▶ **EXERCISE AIM**:
Look through the entries below. Report each line that has the word "commit" in it.

▶ **AVAILABLE DATA**:

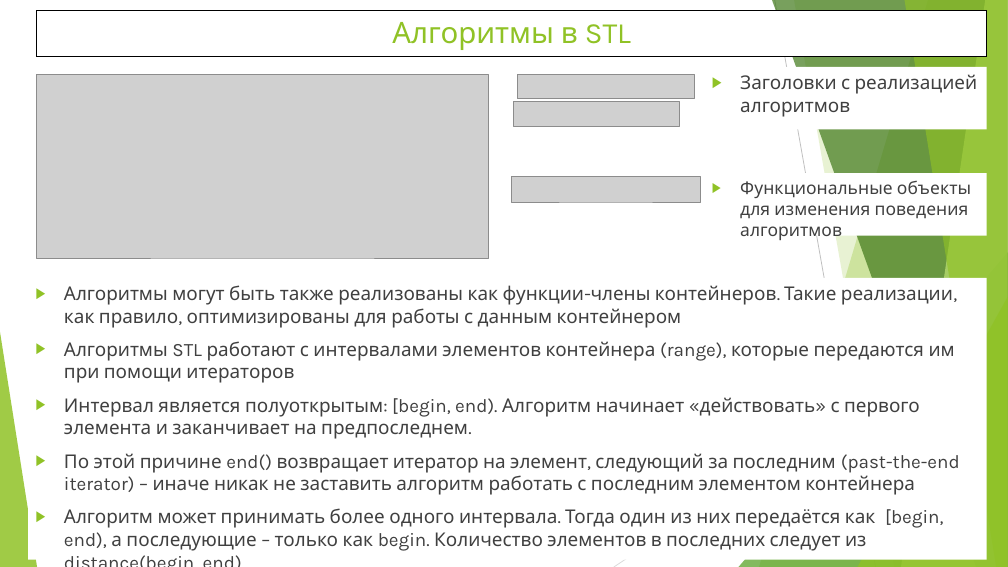
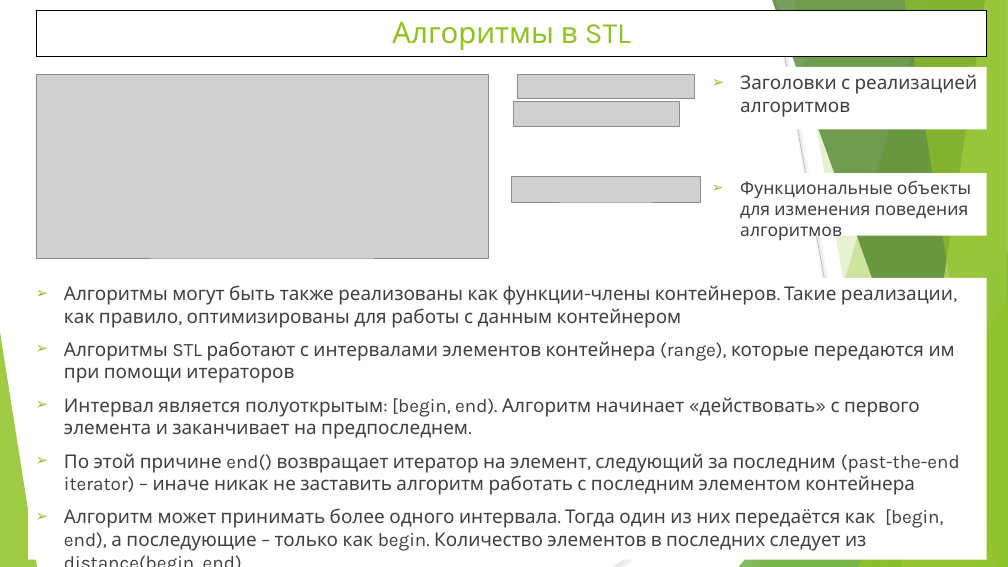
Before and after one commit to WhiteCatStudies/lectures, a slide deck: slide 2 of lecture6/lecture6.pptx. Drawn at 1008x567 pixels with LibreOffice and Linux fonts; fonts in the diff are those of the drawing; grey boxes stand for pictures. Boxes give left, top, right and bottom in pixels: in the first picture for what was removed or moved away, otherwise in the second. Text is boxed around its words. In the diff, an @@ line names an element or a change of style, - is before the commit and + after.

```diff
--- a/lecture6/lecture6.pptx
+++ b/lecture6/lecture6.pptx
@@ bullet ▶ to ➢ in 3 elements at (705, 67, 988, 129), (705, 173, 988, 236), (28, 278, 987, 560) @@
```
Also in this commit, not shown: 3 other slides changed, 1 slide added, 1 slide removed, 5 other files.

▶ **EXERCISE SOLUTION**:
Before and after one commit to WhiteCatStudies/lectures, a slide deck: slide 2 of lecture6/lecture6.pptx. Drawn at 1008x567 pixels with LibreOffice and Linux fonts; fonts in the diff are those of the drawing; grey boxes stand for pictures. Boxes give left, top, right and bottom in pixels: in the first picture for what was removed or moved away, otherwise in the second. Text is boxed around its words. In the diff, an @@ line names an element or a change of style, - is before the commit and + after.
Also in this commit, not shown: 3 other slides changed, 1 slide added, 1 slide removed, 5 other files.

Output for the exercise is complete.